= About this exercise =
Go through the data and say how many lines include the string "actually"; return only the figure.

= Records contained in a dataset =
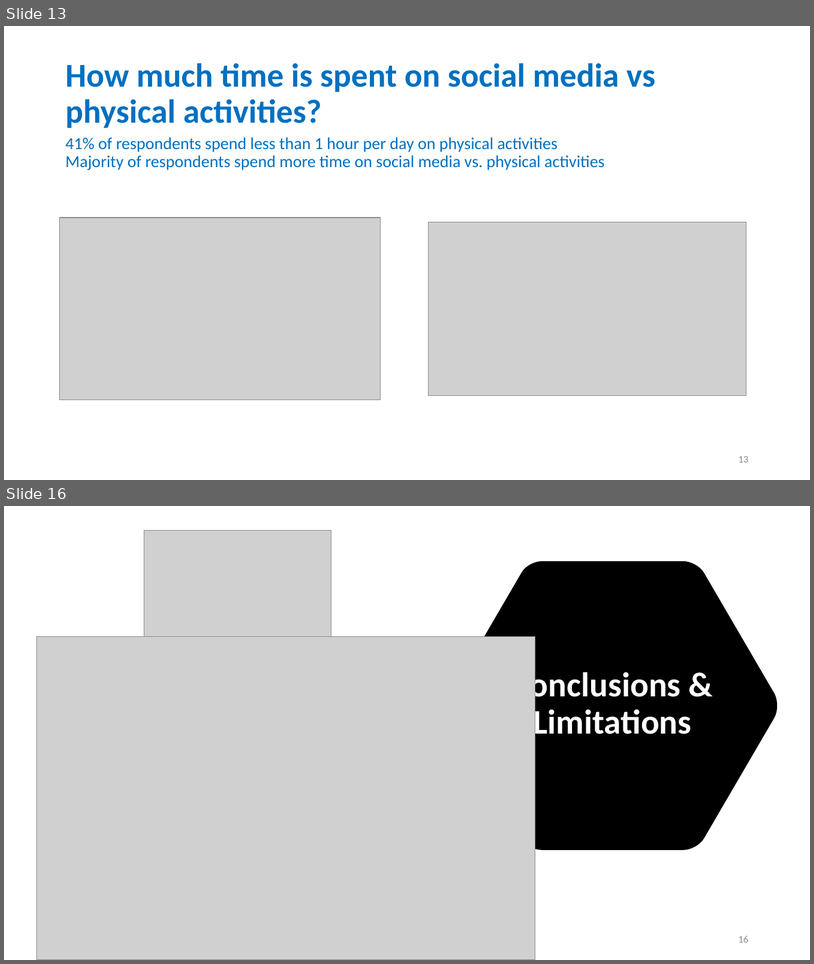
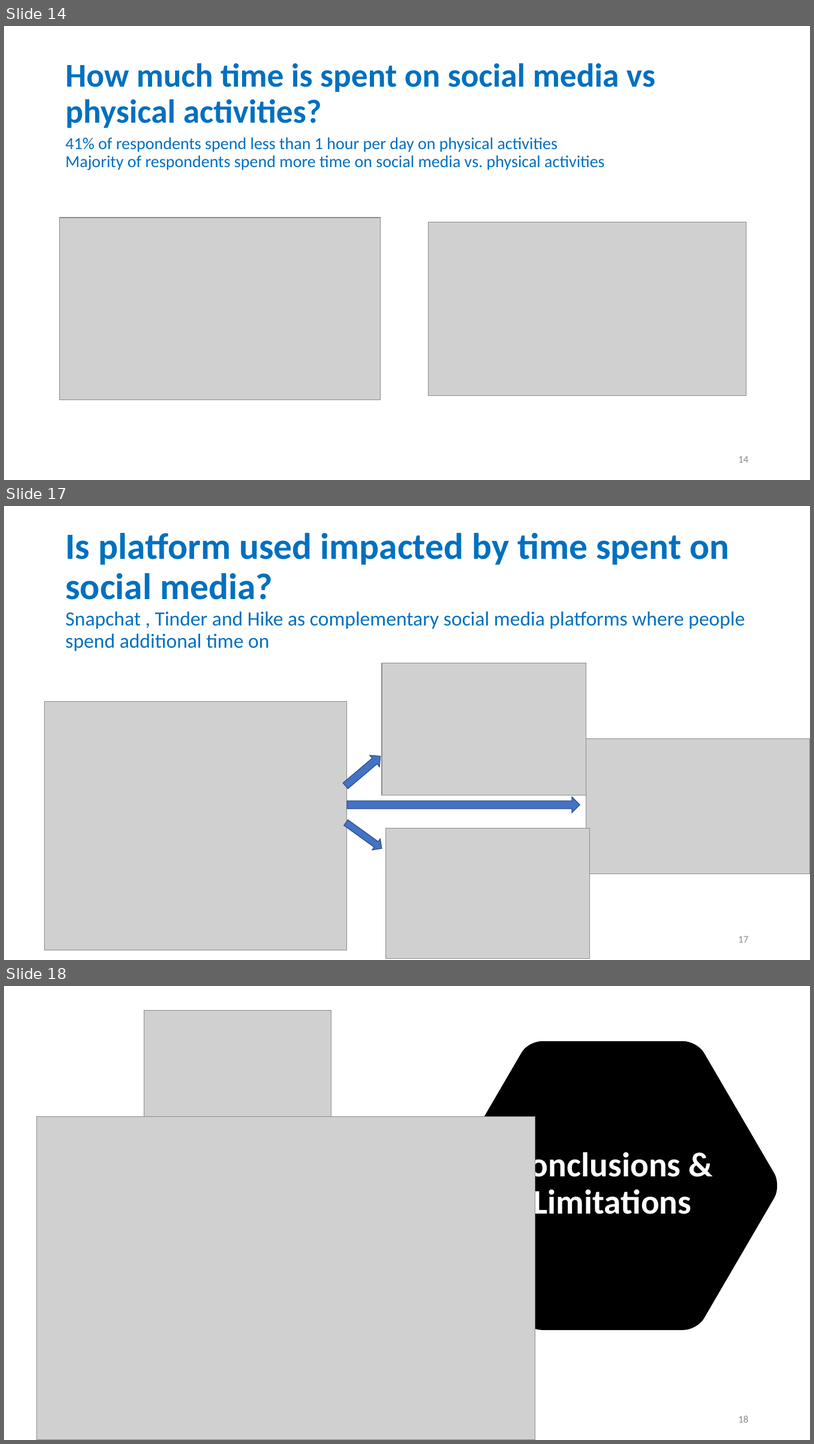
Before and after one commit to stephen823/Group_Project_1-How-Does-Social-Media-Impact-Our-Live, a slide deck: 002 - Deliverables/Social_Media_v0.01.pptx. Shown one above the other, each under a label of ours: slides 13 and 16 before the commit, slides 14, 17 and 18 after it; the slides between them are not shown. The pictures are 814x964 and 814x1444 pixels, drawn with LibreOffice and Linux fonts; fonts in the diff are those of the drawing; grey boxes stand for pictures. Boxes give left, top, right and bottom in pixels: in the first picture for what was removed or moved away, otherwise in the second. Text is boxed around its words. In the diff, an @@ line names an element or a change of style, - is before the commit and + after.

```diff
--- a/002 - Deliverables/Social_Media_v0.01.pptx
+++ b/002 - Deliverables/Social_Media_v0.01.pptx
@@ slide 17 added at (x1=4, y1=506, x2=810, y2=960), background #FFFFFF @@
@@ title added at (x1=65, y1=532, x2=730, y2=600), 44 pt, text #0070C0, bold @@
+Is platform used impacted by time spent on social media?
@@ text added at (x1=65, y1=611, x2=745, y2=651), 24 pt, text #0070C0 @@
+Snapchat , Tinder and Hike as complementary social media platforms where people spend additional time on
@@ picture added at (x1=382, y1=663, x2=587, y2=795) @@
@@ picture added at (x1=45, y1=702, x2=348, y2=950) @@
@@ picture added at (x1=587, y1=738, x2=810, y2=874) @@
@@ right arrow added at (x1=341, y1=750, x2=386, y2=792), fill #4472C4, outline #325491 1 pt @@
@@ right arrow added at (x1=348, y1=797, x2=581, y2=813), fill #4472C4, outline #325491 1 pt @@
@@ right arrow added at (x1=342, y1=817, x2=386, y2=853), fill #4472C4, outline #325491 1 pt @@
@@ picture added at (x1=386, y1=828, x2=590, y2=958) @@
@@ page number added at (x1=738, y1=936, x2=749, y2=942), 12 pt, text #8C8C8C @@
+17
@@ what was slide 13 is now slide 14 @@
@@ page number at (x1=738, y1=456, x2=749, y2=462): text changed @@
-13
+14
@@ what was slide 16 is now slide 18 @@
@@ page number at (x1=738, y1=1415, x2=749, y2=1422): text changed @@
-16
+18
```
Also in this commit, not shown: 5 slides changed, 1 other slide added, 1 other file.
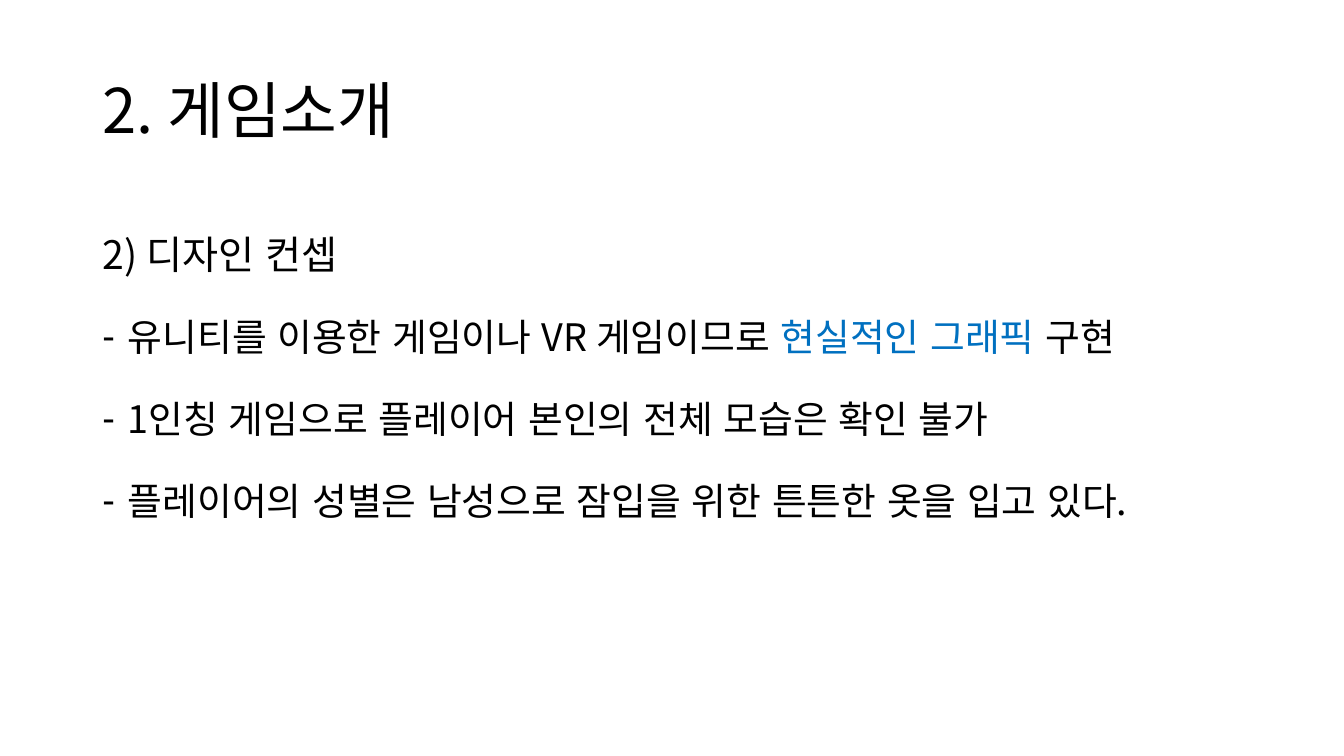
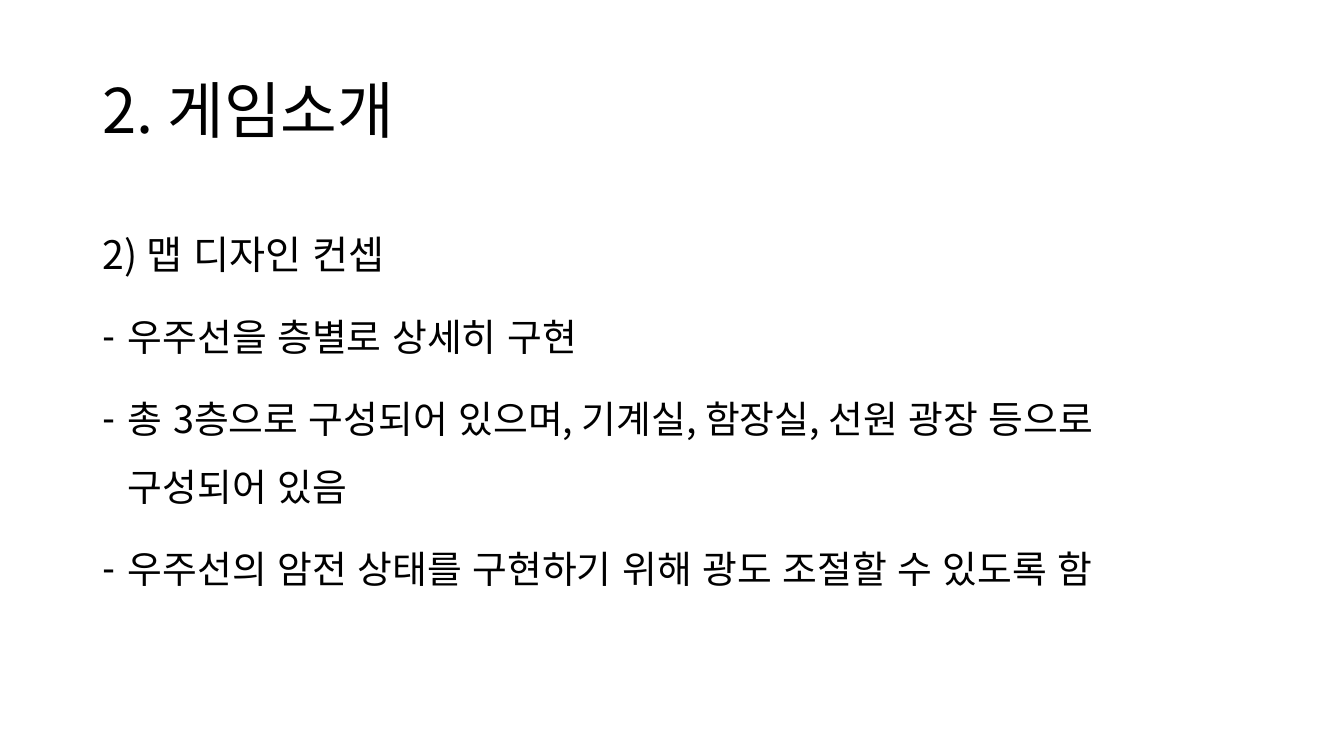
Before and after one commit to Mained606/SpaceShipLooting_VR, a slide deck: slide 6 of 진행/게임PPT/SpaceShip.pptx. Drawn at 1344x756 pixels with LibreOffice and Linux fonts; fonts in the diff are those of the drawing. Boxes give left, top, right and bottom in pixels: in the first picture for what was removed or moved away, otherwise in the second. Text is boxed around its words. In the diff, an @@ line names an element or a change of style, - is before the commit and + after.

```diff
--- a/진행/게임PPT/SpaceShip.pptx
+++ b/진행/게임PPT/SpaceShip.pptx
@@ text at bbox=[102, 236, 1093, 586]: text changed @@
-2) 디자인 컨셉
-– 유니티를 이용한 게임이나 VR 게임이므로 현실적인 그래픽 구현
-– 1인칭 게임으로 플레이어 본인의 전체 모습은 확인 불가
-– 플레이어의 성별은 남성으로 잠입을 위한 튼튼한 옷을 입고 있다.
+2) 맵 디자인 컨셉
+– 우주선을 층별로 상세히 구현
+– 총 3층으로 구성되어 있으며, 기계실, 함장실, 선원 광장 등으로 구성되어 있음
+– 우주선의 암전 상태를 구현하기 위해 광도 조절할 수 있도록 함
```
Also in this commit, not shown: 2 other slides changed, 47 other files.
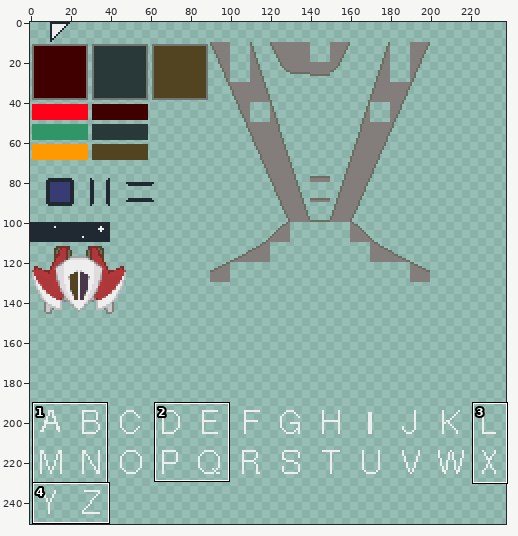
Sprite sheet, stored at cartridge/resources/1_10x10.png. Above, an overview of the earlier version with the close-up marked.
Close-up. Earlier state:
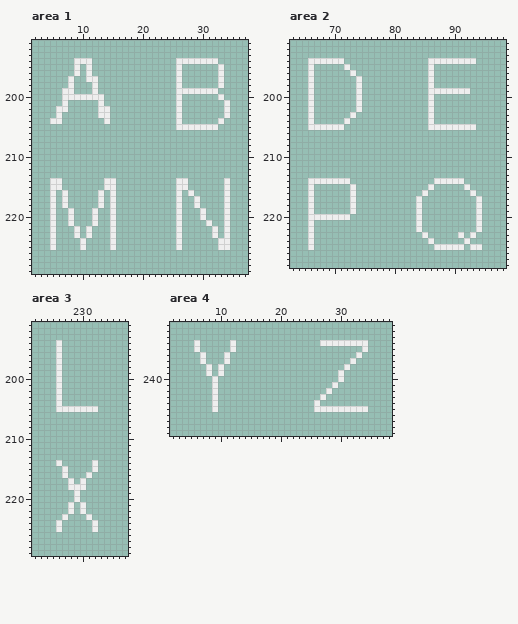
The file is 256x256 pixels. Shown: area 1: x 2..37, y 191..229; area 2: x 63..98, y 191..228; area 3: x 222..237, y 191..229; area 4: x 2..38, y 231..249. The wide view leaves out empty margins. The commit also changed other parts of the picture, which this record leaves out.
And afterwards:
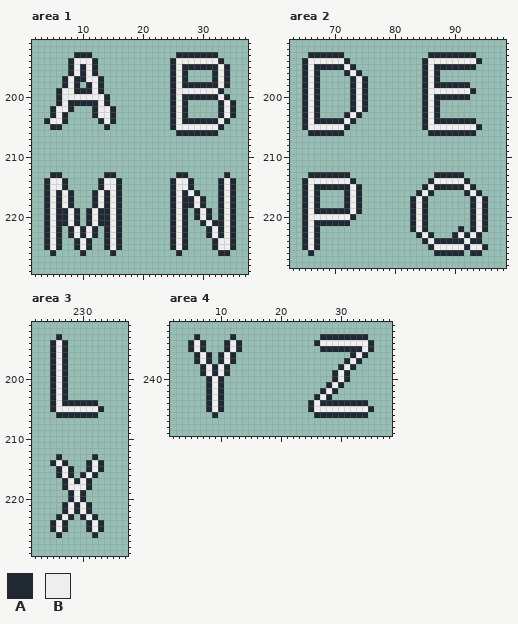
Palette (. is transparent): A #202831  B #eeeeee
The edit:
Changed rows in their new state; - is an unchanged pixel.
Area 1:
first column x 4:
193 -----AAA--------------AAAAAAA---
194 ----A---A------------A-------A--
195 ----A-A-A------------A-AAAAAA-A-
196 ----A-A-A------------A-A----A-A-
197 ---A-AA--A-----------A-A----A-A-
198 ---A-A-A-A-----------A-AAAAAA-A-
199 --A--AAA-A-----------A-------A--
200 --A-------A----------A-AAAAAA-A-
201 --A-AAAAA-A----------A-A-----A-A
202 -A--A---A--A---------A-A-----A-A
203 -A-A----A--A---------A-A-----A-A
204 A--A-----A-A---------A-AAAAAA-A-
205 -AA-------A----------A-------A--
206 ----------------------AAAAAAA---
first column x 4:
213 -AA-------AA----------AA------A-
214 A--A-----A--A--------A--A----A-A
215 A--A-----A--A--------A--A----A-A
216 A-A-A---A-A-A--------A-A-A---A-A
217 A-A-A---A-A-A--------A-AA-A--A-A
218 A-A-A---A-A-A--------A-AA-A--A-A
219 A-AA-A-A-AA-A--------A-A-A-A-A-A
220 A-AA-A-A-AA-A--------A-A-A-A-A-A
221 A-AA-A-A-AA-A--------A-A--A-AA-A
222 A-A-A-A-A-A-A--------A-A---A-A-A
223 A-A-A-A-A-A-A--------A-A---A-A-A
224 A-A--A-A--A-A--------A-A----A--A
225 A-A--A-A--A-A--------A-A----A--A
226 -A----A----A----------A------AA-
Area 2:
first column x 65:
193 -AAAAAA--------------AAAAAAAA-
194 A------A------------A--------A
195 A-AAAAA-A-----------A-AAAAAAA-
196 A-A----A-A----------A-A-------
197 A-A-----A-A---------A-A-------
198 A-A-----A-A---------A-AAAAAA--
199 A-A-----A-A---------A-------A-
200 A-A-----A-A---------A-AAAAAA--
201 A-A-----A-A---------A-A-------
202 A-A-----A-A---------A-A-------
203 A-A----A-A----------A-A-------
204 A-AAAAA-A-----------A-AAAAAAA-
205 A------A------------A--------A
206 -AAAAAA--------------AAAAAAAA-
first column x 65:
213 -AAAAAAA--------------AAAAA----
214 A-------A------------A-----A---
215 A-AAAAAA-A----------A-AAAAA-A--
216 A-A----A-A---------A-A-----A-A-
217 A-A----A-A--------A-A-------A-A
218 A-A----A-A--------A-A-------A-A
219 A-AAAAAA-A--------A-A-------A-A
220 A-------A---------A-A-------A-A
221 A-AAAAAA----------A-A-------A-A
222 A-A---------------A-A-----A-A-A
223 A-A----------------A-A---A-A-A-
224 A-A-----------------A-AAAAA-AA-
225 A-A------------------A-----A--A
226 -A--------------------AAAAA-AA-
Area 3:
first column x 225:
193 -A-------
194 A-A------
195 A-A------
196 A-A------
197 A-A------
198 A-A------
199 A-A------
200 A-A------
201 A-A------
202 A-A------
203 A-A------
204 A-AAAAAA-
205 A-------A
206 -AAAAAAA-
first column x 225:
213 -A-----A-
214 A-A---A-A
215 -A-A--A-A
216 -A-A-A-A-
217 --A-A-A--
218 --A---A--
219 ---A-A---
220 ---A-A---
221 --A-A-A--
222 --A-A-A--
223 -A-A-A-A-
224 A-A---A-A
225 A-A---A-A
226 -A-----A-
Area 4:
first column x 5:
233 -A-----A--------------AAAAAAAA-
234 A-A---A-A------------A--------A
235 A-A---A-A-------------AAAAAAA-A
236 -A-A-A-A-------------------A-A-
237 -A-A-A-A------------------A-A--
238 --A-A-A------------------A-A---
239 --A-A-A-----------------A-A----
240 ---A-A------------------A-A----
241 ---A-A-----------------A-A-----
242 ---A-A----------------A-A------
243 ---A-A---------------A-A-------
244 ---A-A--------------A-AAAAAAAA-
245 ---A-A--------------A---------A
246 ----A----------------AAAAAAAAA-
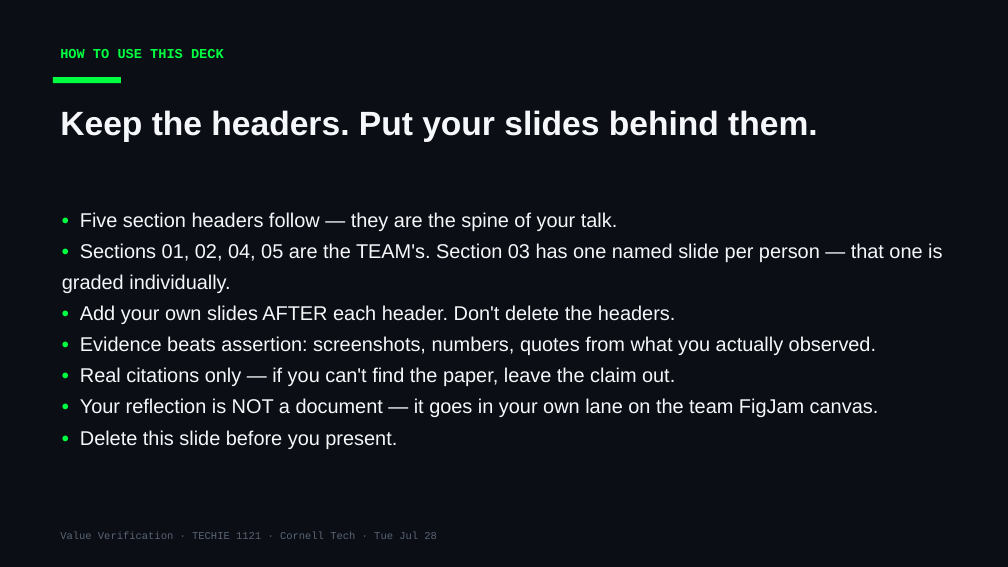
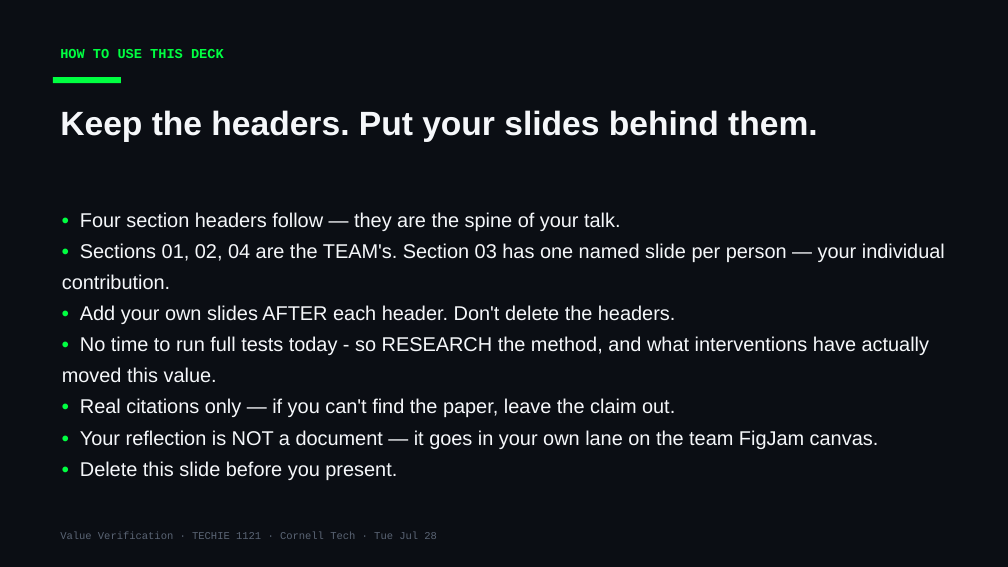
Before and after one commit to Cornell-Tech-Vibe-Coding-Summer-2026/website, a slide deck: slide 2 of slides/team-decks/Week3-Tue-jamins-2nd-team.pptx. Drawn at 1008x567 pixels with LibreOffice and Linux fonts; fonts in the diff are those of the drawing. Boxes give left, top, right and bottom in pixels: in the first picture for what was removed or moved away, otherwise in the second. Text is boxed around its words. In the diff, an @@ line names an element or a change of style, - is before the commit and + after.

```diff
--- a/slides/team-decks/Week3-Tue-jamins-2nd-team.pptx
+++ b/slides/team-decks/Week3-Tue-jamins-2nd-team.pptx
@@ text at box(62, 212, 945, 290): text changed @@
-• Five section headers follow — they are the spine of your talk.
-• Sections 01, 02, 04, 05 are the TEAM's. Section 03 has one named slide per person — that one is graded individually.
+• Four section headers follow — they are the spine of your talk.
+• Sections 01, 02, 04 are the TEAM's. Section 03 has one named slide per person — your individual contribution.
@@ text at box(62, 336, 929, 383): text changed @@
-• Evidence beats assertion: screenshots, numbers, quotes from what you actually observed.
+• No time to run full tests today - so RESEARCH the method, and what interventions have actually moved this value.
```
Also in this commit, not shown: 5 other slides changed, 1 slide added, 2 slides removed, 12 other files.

= Reply to the exercise =
2